Financial markets are inherently dynamic, often exhibiting abrupt shifts, or “discontinuities,” where prices experience rapid upward or downward movements. These sudden jumps pose significant challenges for conventional mathematical modeling, which frequently relies on continuous functions to describe market behavior. For instance, while many price fluctuations might appear cyclical, the presence of a discontinuity can severely complicate harmonic analysis, a technique used to decompose functions into a series of periodic components.

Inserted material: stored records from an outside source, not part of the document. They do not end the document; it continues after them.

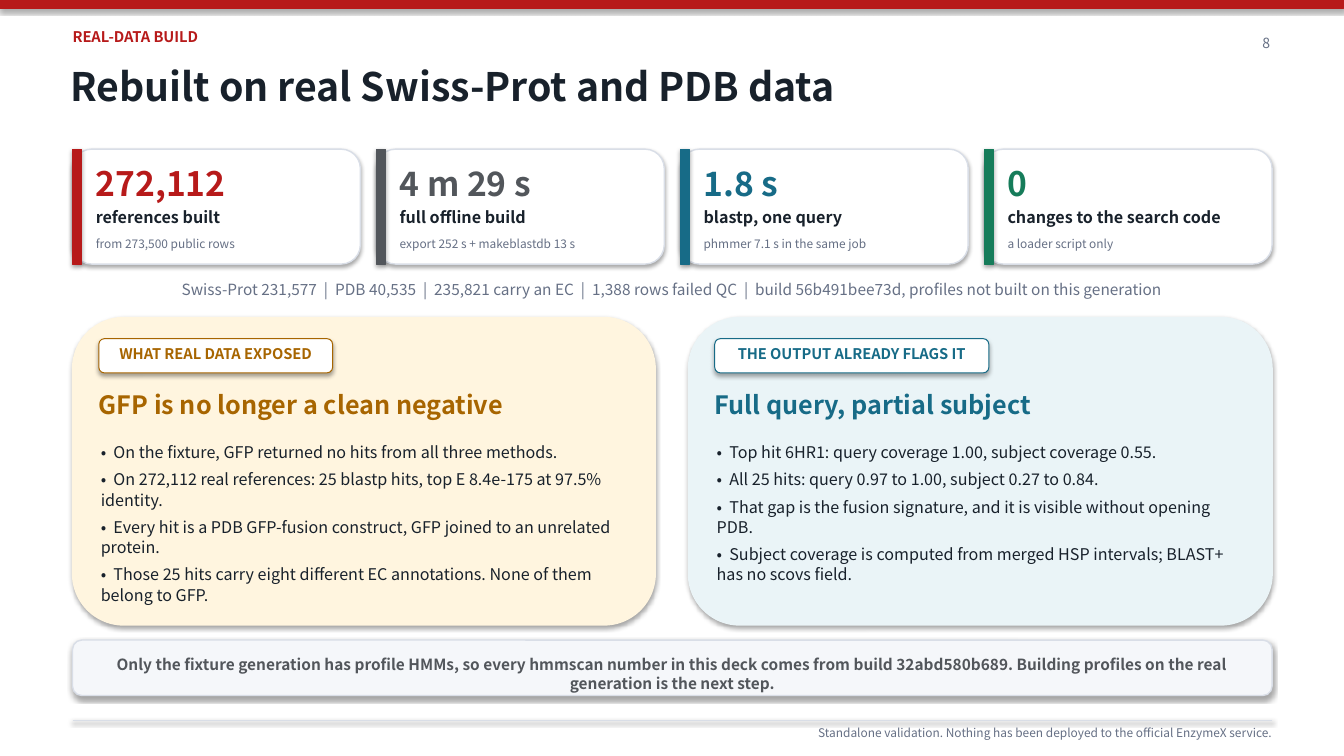
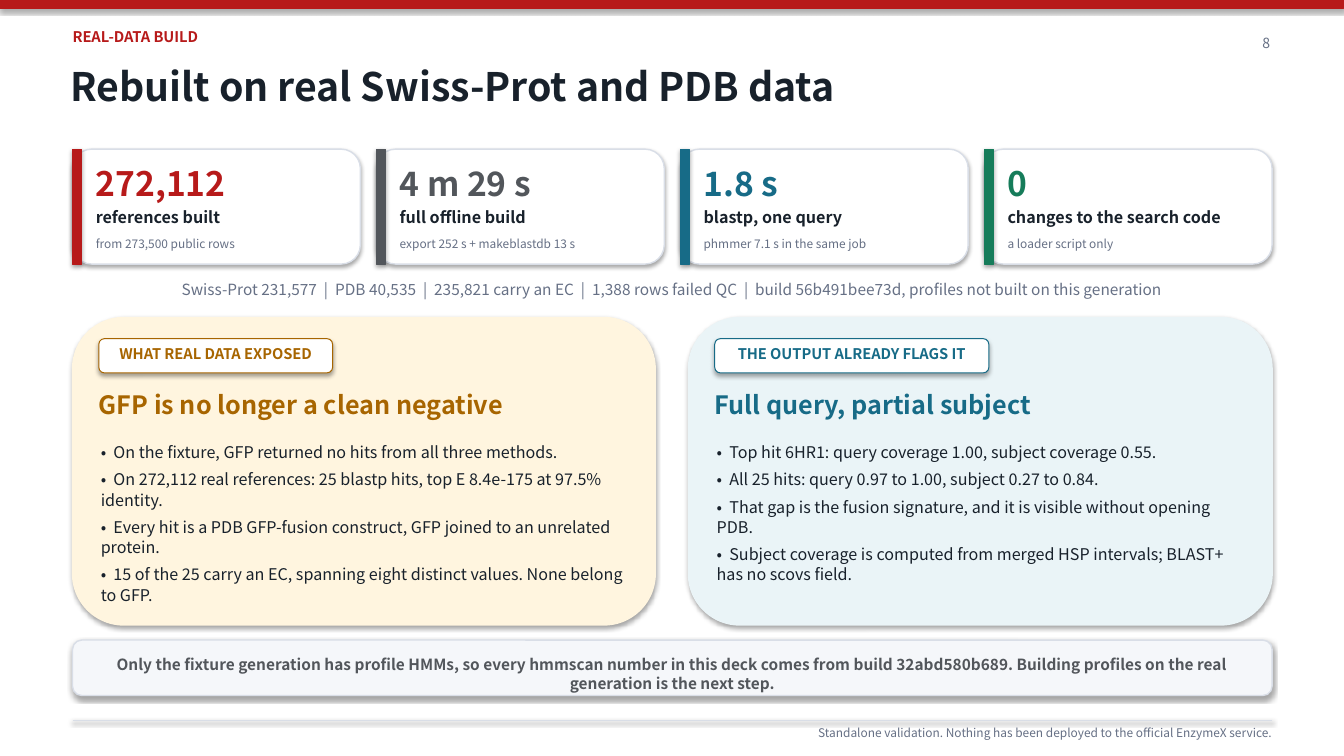
Before and after one commit to vanshsehrawat14/blast-hmmer-datax, a slide deck: slide 8 of docs/presentations/EnzymeX_BLAST_HMMER_update.pptx. Drawn at 1344x756 pixels with LibreOffice and Linux fonts; fonts in the diff are those of the drawing. Boxes give left, top, right and bottom in pixels: in the first picture for what was removed or moved away, otherwise in the second. Text is boxed around its words. In the diff, an @@ line names an element or a change of style, - is before the commit and + after.

Commit message:
document the 272k build, fix the GFP EC count on slide 8

```diff
--- a/docs/presentations/EnzymeX_BLAST_HMMER_update.pptx
+++ b/docs/presentations/EnzymeX_BLAST_HMMER_update.pptx
@@ text at [101,567,622,601]: text changed @@
-• Those 25 hits carry eight different EC annotations. None of them belong to GFP.
+• 15 of the 25 carry an EC, spanning eight distinct values. None belong to GFP.
```
Also in this commit, not shown: 3 other files.
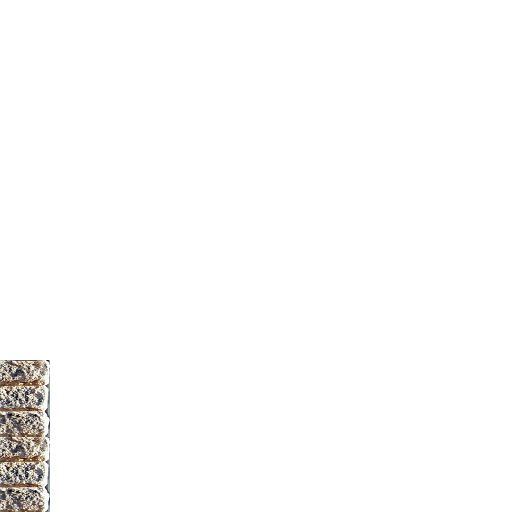
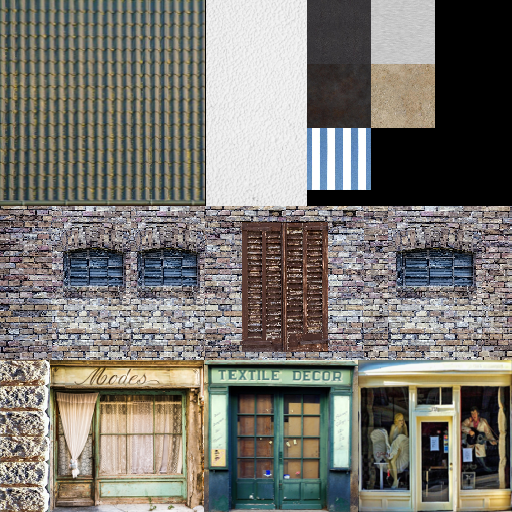
Layered file, before and after one edit (512×512). Changes by layer:
showed "others" over left=307, top=0, right=435, bottom=190
showed "plaster" over left=206, top=0, right=307, bottom=206
showed "roof.001" over left=0, top=0, right=205, bottom=206
showed "facade.001" over left=0, top=206, right=512, bottom=360
showed "shop.001", painted on it over left=50, top=360, right=512, bottom=512
showed "background" over left=0, top=0, right=512, bottom=512
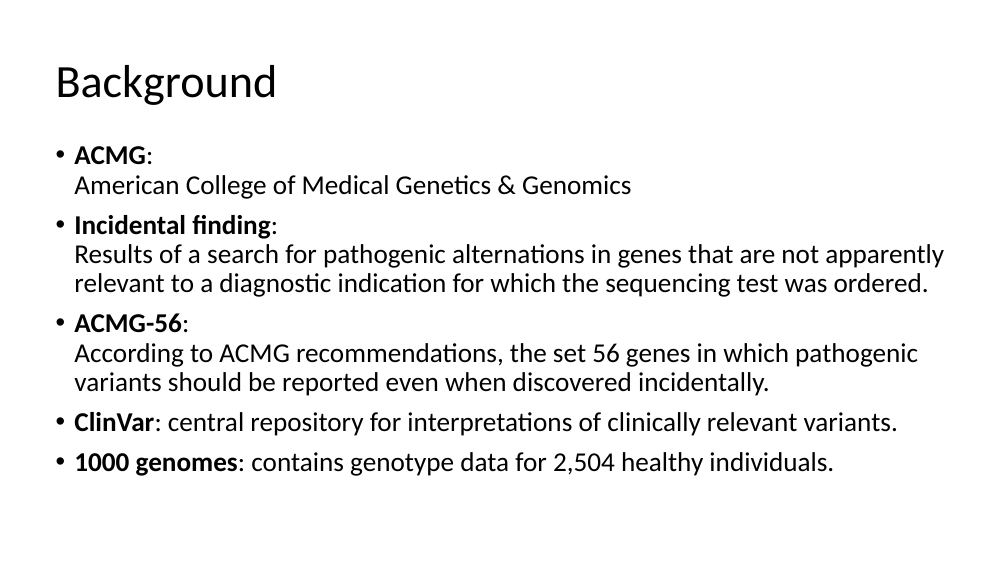
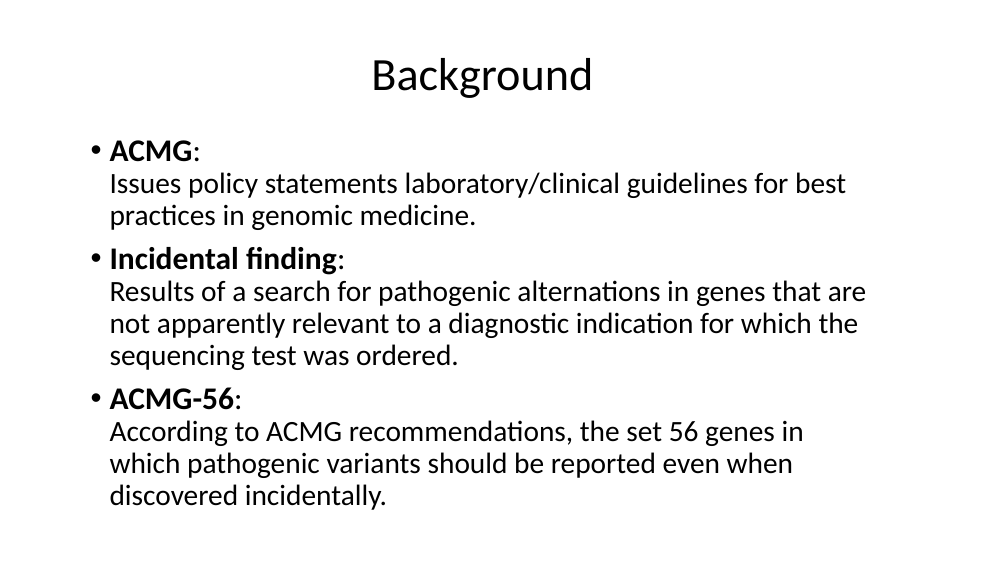
Before and after one commit to dfan/HST-2016, a slide deck: slide 2 of week_7/For_Zak_7_28.pptx. Drawn at 1008x567 pixels with LibreOffice and Linux fonts; fonts in the diff are those of the drawing. Boxes give left, top, right and bottom in pixels: in the first picture for what was removed or moved away, otherwise in the second. Text is boxed around its words. In the diff, an @@ line names an element or a change of style, - is before the commit and + after.

```diff
--- a/week_7/For_Zak_7_28.pptx
+++ b/week_7/For_Zak_7_28.pptx
@@ title "Background": place and size @@
-title "Background" at [56, 65, 278, 105]
+title "Background" at [371, 58, 593, 98]
@@ title "Background" at [371, 58, 593, 98]: alignment left to centre @@
@@ text "ACMG: Issues policy statements laboratory/clinical ...": place and size @@
-text "ACMG: Issues policy statements laboratory/clinical ..." at [74, 146, 944, 476]
+text "ACMG: Issues policy statements laboratory/clinical ..." at [110, 140, 867, 510]
@@ text at [110, 140, 846, 230]: text changed; size 25.9 to 28 pt @@
-• ACMG:
-  American College of Medical Genetics & Genomics
+• ACMG:
+  Issues policy statements laboratory/clinical guidelines for best practices in genomic medicine.
@@ text at [110, 247, 867, 510]: size 25.9 to 30 pt in "Incidental finding:", "ACMG-56:"; size 25.9 to 28 pt in "Results of a search for pathogenic alternations ...", "According to ACMG recommendations, the set 56 ..." @@
@@ text at [74, 412, 898, 476]: paragraphs removed @@
-• ClinVar: central repository for interpretations of clinically relevant variants.
-• 1000 genomes: contains genotype data for 2,504 healthy individuals.
```
Also in this commit, not shown: 12 other slides changed, 9 slides added, 3 slides removed, 6 other files.
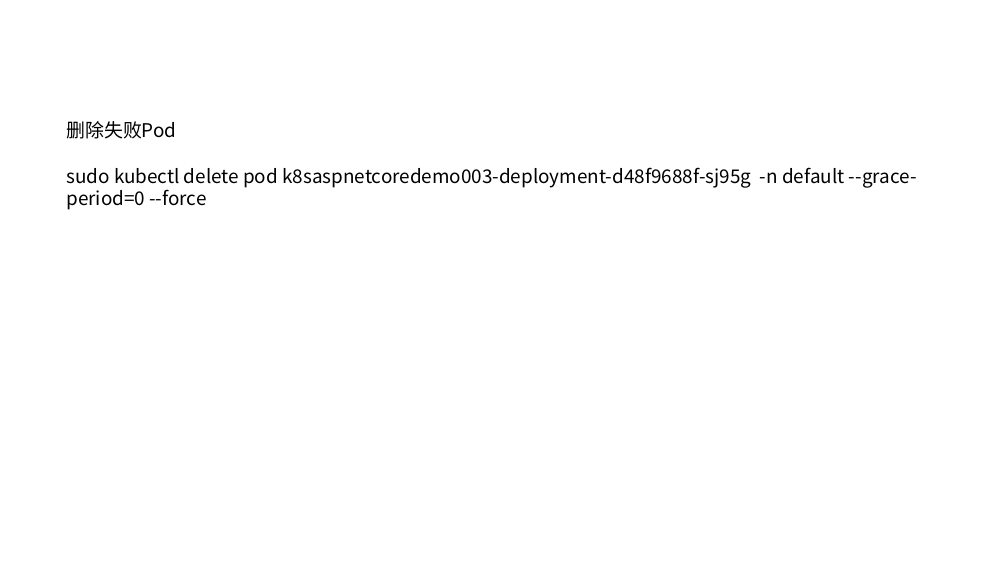
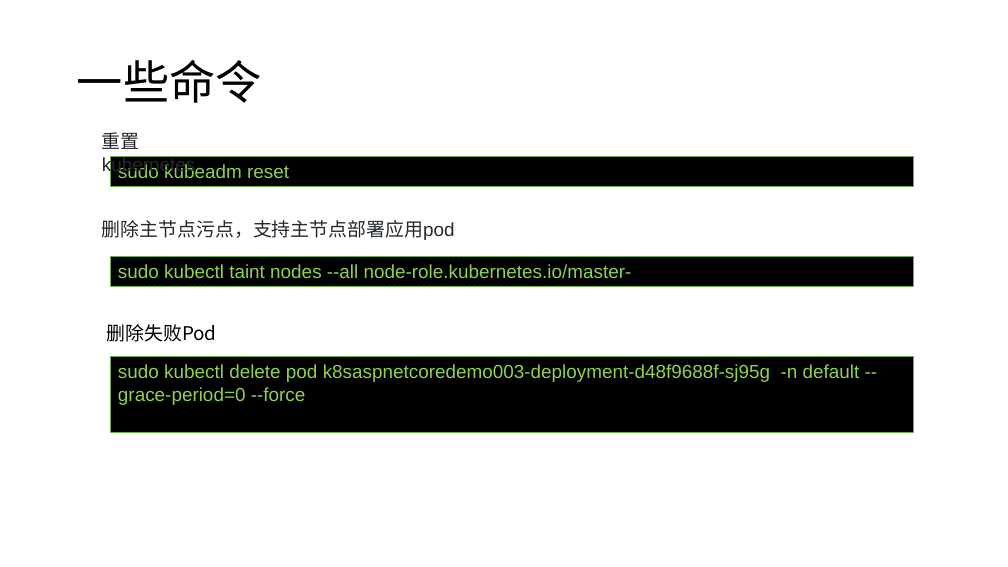
Before and after one commit to axzxs2001/Asp.NetCoreExperiment, a slide deck: slide 48 of Asp.NetCoreExperiment/kubernetes/kubernetes.pptx (slide 51 before the commit). Drawn at 1008x567 pixels with LibreOffice and Linux fonts; fonts in the diff are those of the drawing; background and template pictures are left out. Boxes give left, top, right and bottom in pixels: in the first picture for what was removed or moved away, otherwise in the second. Text is boxed around its words. In the diff, an @@ line names an element or a change of style, - is before the commit and + after.

Commit message:
kubernetes PPT完成。

```diff
--- a/Asp.NetCoreExperiment/kubernetes/kubernetes.pptx
+++ b/Asp.NetCoreExperiment/kubernetes/kubernetes.pptx
@@ title added at <box>77,60,262,103</box>, 44 pt, text #000000 @@
+一些命令
@@ text in rectangle at <box>66,121,176,139</box>: paragraph removed @@
-删除失败Pod
@@ text added at <box>102,132,195,175</box>, 18 pt, text #24292E @@
+重置kubernetes
@@ rectangle added at <box>110,157,913,187</box>, fill #000000, outline #70AD47 1 pt, 18 pt, text #92D050 @@
+sudo kubeadm reset
@@ text added at <box>102,220,455,240</box>, 18 pt, text #24292E @@
+删除主节点污点，支持主节点部署应用pod
@@ rectangle added at <box>110,256,913,287</box>, fill #000000, outline #70AD47 1 pt, 18 pt, text #92D050 @@
+sudo kubectl taint nodes --all node-role.kubernetes.io/master-
@@ text added at <box>106,324,216,342</box>, 18 pt, text #000000 @@
+删除失败Pod
@@ rectangle "sudo kubectl delete pod k8saspnetcoredemo003-deployment-d48f ...": place and size @@
-rectangle "sudo kubectl delete pod k8saspnetcoredemo003-deployment-d48f ..." at <box>66,121,917,210</box>
+rectangle "sudo kubectl delete pod k8saspnetcoredemo003-deployment-d48f ..." at <box>110,356,913,433</box>
@@ rectangle "sudo kubectl delete pod k8saspnetcoredemo003-deployment-d48f ..." at <box>110,356,913,433</box>: font Noto Sans CJK SC to Arial, text colour #000000 to #92D050; fill none to #000000; outline none to #70AD47 1 pt @@
```
Also in this commit, not shown: 10 other slides changed, 3 slides added, 1 slide removed, 1 other file.

While trends can also interfere with fitting periodic functions to financial data, they can often be addressed by fitting a low-grade polynomial to the data. The residuals – the difference between the fitted polynomial and the original data – can then be analyzed using periodic function series. However, discontinuities require a different approach.
This series of articles aims to introduce a straightforward method for effectively removing these disruptive jumps from observed data. Naturally, during the reconstruction of the fitted data, these discontinuities will be reintegrated.
Our Journey Ahead: A Four-Part Series
This introductory article, the first in a series of four, will lay the groundwork by presenting the fundamental concepts behind our proposed solution. The second installment will delve into the practical implementation of this solution using Python. Following that, the third article will explore the application of sinusoidal decomposition to the filtered data. Finally, the fourth and concluding article will synthesize all these elements to tackle a real-world problem involving cryptocurrency data.
Unpacking Data Similarity: The Power of Cluster Analysis
Cluster analysis is a potent technique for grouping similar data elements together. In the context of a metric space, similarity directly translates to closeness. Numerous methods exist for forming these data groups, or “clusters,” with one of the simplest and most widely used being k-means clustering. In essence, k-means forms clusters by assigning a mean average of the coordinates to a central point, known as a centroid.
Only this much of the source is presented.